"Under the insignia of royalty: Photos of a young princess" exhibition will open on Friday, at 18:00, in the conference room of the Nicolae Minovici Museum, announces the Bucharest Municipality Museum in a Facebook post.
According to the source, the exhibition project aims to recover and display a series of photographs taken by Franz Mandy, the photographer of the Royal Court, which presented Princess Maria, who would later become the "Queen of all Romanians".
"In the Chapel of the Minovici Museum were exhibited 11 photographs of the young Princess, positioned by the collector and forensic doctor Nicolae Minovici in a setting of spiritual significance. Maria's photographs from the Chapel of the villa-museum represented her in poses close to the founder portrait that is in the mural painting of the Orthodox churches, for example, holding in her hands the layout of the Curtea de Arges monastery (foreshadowing, in a way, the later embrace of the Orthodox religion of her people). The images were removed during the communist regime from the frames in which they had been exposed by the collector, frames located at the level of a wooden sofa without backrest (from the Turkish divan, ed. n.) loaded with icons and censers, which are empty nowadays," the Bucharest Municipality Museum says.

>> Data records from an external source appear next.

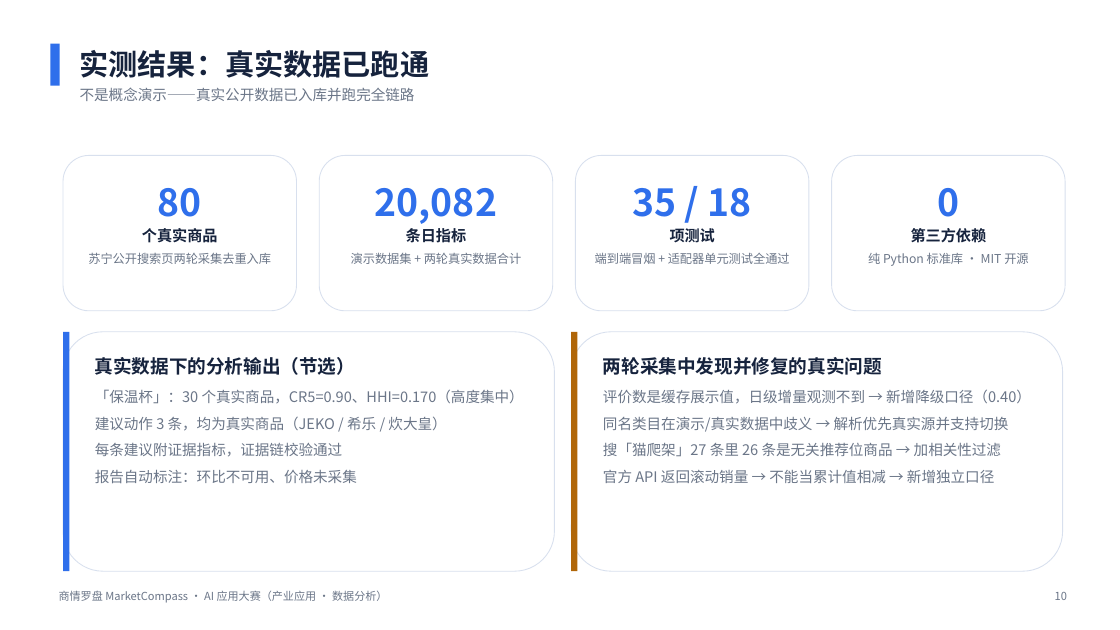
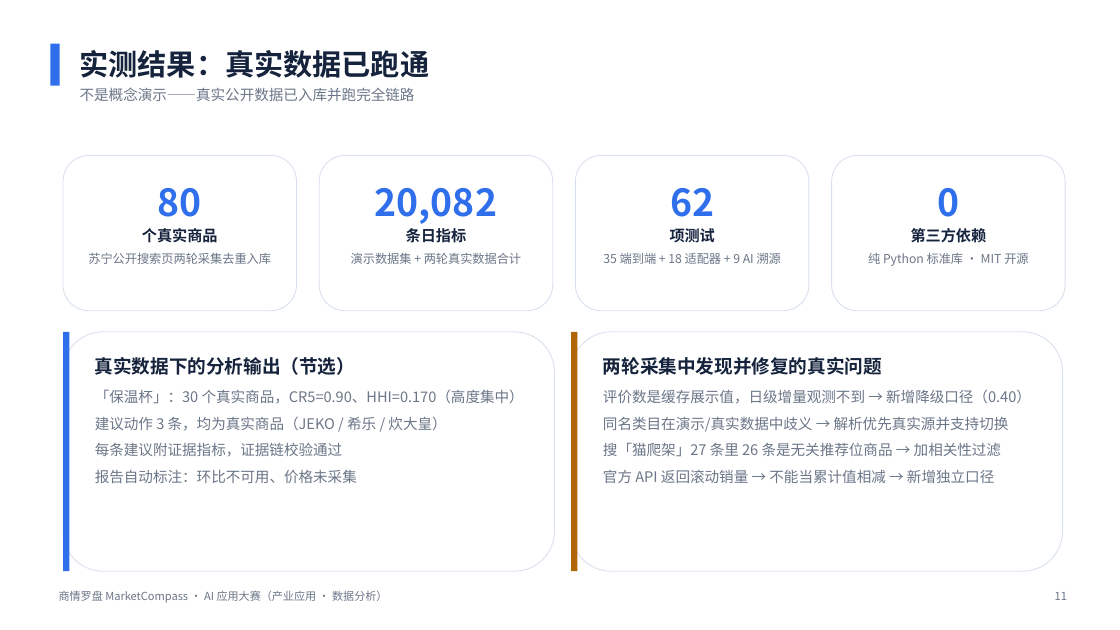
Before and after one commit to Wabix-void/market-compass, a slide deck: slide 11 of docs/参赛材料/02-演示PPT.pptx (slide 10 before the commit). Drawn at 1120x630 pixels with LibreOffice and Linux fonts; fonts in the diff are those of the drawing. Boxes give left, top, right and bottom in pixels: in the first picture for what was removed or moved away, otherwise in the second. Text is boxed around its words. In the diff, an @@ line names an element or a change of style, - is before the commit and + after.

```diff
--- a/docs/参赛材料/02-演示PPT.pptx
+++ b/docs/参赛材料/02-演示PPT.pptx
@@ text at [632,188,752,217]: text changed @@
-35 / 18
+62
@@ text at [603,253,781,264]: text changed @@
-端到端冒烟 + 适配器单元测试全通过
+35 端到端 + 18 适配器 + 9 AI 溯源
@@ text at [1055,592,1067,600]: text changed @@
-10
+11
```
Also in this commit, not shown: 5 other slides changed, 1 slide added, 14 other files.

As a result of the operation of the communist ideology to erase the traces of royalty, the images no longer exist in the patrimony of the Minovici Museum, reproductions of the images that disappeared being offered to the public to be watched again.
"The exhibition does not aim at a simple 'return to normal' and a correction of the invasive gesture, on the contrary, it puts in the foreground and emphasizes its devastating effect. The recovery is aimed not only at an essential aspect of the original exposition, but also of the image in the epoch of Princess Maria and, subsequently, of the 'Queen of all Romanians'," the press release says.
The approach of the curators - Madalina Manolache and Ionut Banu, the Dr. Nicolae Minovici Museum of Folk Art - brings into discussion themes related to artistic patronage, the taste for decorative arts and interior decoration of Queen Mary, the emphasis being placed with caution on the period of the beginning of the century.
"The promotion of the Romanian folk costume and of our traditional arts was the strategy of the Royal House for the formation and strengthening of the connection with the adoption people, but also for the attempt to build an economy and a household industry with local roots. Through the prism of her creative personality, Maria was naturally attracted to the decorative art, implicitly to the folk art of the Romanians, which she also supported and collected. At the centenary of the Coronation in Alba Iulia, we remember the personality of Queen Maria, especially in the light of the years of accommodation and formation of her iconic figure," the Bucharest Municipality Museum says.
The exhibition "Under the insignia of royalty: Photos of a young princess at the Nicolae Minovici Museum" can be visited until November 27, from Wednesday to Sunday.